Onthullende brief aan gestorven vriendin
Een weduwe schrijft een brief aan haar lang geleden gestorven vriendin. Dat is in het kort de novelle Vaak ben ik gelukkig van de Deense schrijver Jens Christian Grøndahl, onlangs in Nederlandse vertaling verschenen. De titel is ontleend aan een vroeg negentiende-eeuws gedicht, dat als motto op de eerste bladzijde staat:
‘Vaak ben ik gelukkig en toch zou ik graag huilen;/omdat geen enkel hart mijn geluk volledig deelt.’ De blijdschap is buitenkant, zegt de dichter, eigenlijk huilt de vrouw. Haar eenzaamheid brengt haar in een toestand van fundamentele gespletenheid.
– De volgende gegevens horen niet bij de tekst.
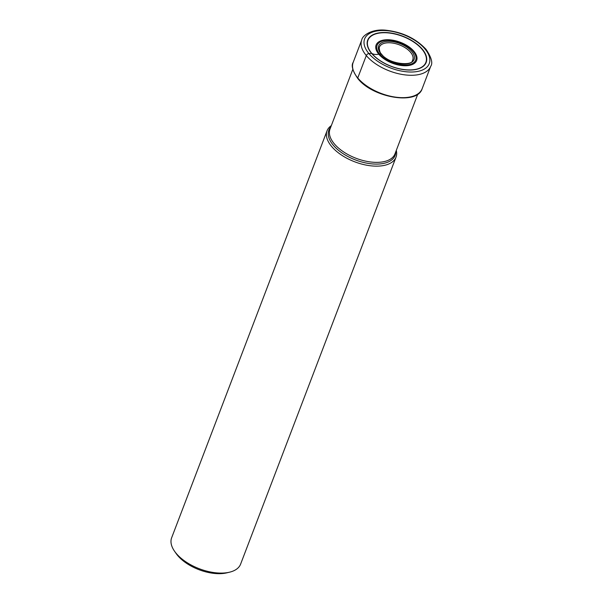 <?xml version="1.0" encoding="UTF-8"?>
<svg xmlns="http://www.w3.org/2000/svg" width="603" height="603" viewBox="0 0 603 603"><rect width="100%" height="100%" fill="white"/><g stroke="black" fill="none" stroke-linecap="round" stroke-linejoin="round"><path stroke-width="0.9" d="M379.204 47.871A17.849 9.218 -159.1 0 1 379.37 47.245A17.849 9.218 -159.1 0 1 392.937 43.099A17.849 9.218 -159.1 0 1 410.568 52.288A17.849 9.218 20.9 0 1 412.716 59.976A17.849 9.218 20.9 0 1 412.422 60.556C412.55 66.006 388.649 64.431 381.541 54.127C380.244 53.162 379.468 51.074 379.204 47.871M331.333 125.605A36.919 19.07 20.9 0 0 327.037 130.828A36.919 19.07 20.9 0 0 331.605 146.439A36.919 19.07 20.9 0 0 367.777 165.388A36.919 19.07 20.9 0 0 396.013 157.164A36.919 19.07 20.9 0 0 396.292 150.411M396.013 157.164L240.612 564.122A36.919 19.07 -159.1 0 1 229.532 572.194A36.919 19.07 -159.1 0 1 176.204 553.388A36.919 19.07 -159.1 0 1 174.516 551.195A36.919 19.07 -159.1 0 1 171.644 537.778L327.037 130.828M229.532 572.194L226.796 572.85A34.009 17.57 -159.1 0 1 177.674 555.521A34.009 17.57 -159.1 0 1 176.121 553.501L174.516 551.195M381.631 54.639A1.123 0.709 140.1 0 0 381.021 53.946L379.641 54.059A7.13 4.477 140.1 0 0 378.805 54.187A14.66 9.211 -39.9 0 1 371.78 53.381L368.893 53.554A2.329 1.462 140.1 0 0 366.3 55.566L357.752 77.953A0.965 0.603 140.1 0 0 358.242 78.654M371.78 53.381A31.009 16.017 -159.1 0 1 381.428 32.833A31.009 16.017 -159.1 0 1 422.047 49.28A31.009 16.017 20.9 0 1 412.399 69.82A31.009 16.017 20.9 0 1 371.78 53.381M371.569 53.335A31.288 16.16 -159.1 0 1 381.307 32.607A31.288 16.16 -159.1 0 1 422.304 49.197A31.288 16.16 -159.1 0 1 412.565 69.933A31.288 16.16 -159.1 0 1 371.569 53.335M424.979 48.986A34.59 17.864 20.9 0 0 379.656 30.64A34.59 17.864 20.9 0 0 368.893 53.554A34.59 17.864 20.9 0 0 414.216 71.9A34.59 17.864 20.9 0 0 424.979 48.986M366.3 55.566A36.919 19.07 20.9 0 0 402.48 74.523A36.919 19.07 20.9 0 0 430.715 66.3C433.022 63.096 431.469 57.451 426.05 49.348C415.746 38.328 402.148 31.929 385.257 30.15C371.418 28.846 362.215 35.758 361.74 39.964A36.919 19.07 20.9 0 0 366.3 55.566M353.192 62.343C351.029 65.463 352.567 70.853 357.798 78.503C372.556 97.731 417.336 105.48 422.168 88.679A36.919 19.07 -159.1 0 1 393.932 96.902A36.919 19.07 -159.1 0 1 357.752 77.953A36.919 19.07 -159.1 0 1 353.192 62.343L361.74 39.964M381.021 53.946A18.964 9.791 -159.1 0 1 386.922 41.388A18.964 9.791 -159.1 0 1 411.766 51.443A18.964 9.791 -159.1 0 1 405.864 64.001A18.964 9.791 -159.1 0 1 381.021 53.946M413.145 51.33A20.668 10.673 20.9 0 0 386.071 40.371A20.668 10.673 20.9 0 0 379.641 54.059A20.668 10.673 20.9 0 0 406.716 65.018A20.668 10.673 20.9 0 0 413.145 51.33M378.805 54.187A21.67 11.193 20.9 0 0 407.198 65.682A21.67 11.193 20.9 0 0 413.937 51.315A21.67 11.193 -159.1 0 0 385.543 39.821A21.67 11.193 -159.1 0 0 378.805 54.187M417.796 94.098L394.957 153.908A34.77 17.962 -159.1 0 1 368.388 161.657A34.77 17.962 -159.1 0 1 334.311 143.831A34.77 17.962 -159.1 0 1 334.296 143.808A34.77 17.962 -159.1 0 1 329.999 129.102L352.838 69.292M330.768 127.082A35.449 18.309 20.9 0 0 333.24 145.165A35.449 18.309 20.9 0 0 333.263 145.195A35.449 18.309 20.9 0 0 371.222 163.812A35.449 18.309 20.9 0 0 395.726 151.888M422.168 88.679L430.715 66.3"/></g></svg>

Als ze verdrietig is verschaft diezelfde eenzaamheid haar een vreemd soort geluk.
Zo zitten veel mensen in elkaar. Onze gevoelens zijn ambivalent, gecompliceerd en vaak niet te peilen. Het levensverhaal van Ellinor is een illustratie van deze innerlijke tegenstrijdigheid. Zonder grote woorden of emotionele uitschieters vertelt ze wat er gebeurd is nadat Anna, haar vriendin, verongelukte tijdens een gezamenlijke skivakantie. Anna was daar niet alleen. Ellinors man Morten kwam om in dezelfde lawine. Hij werd nooit gevonden. Later bleek dat de twee een relatie hadden gehad. Een geheim dat Ellinor deelde met Anna’s echtgenoot Georg.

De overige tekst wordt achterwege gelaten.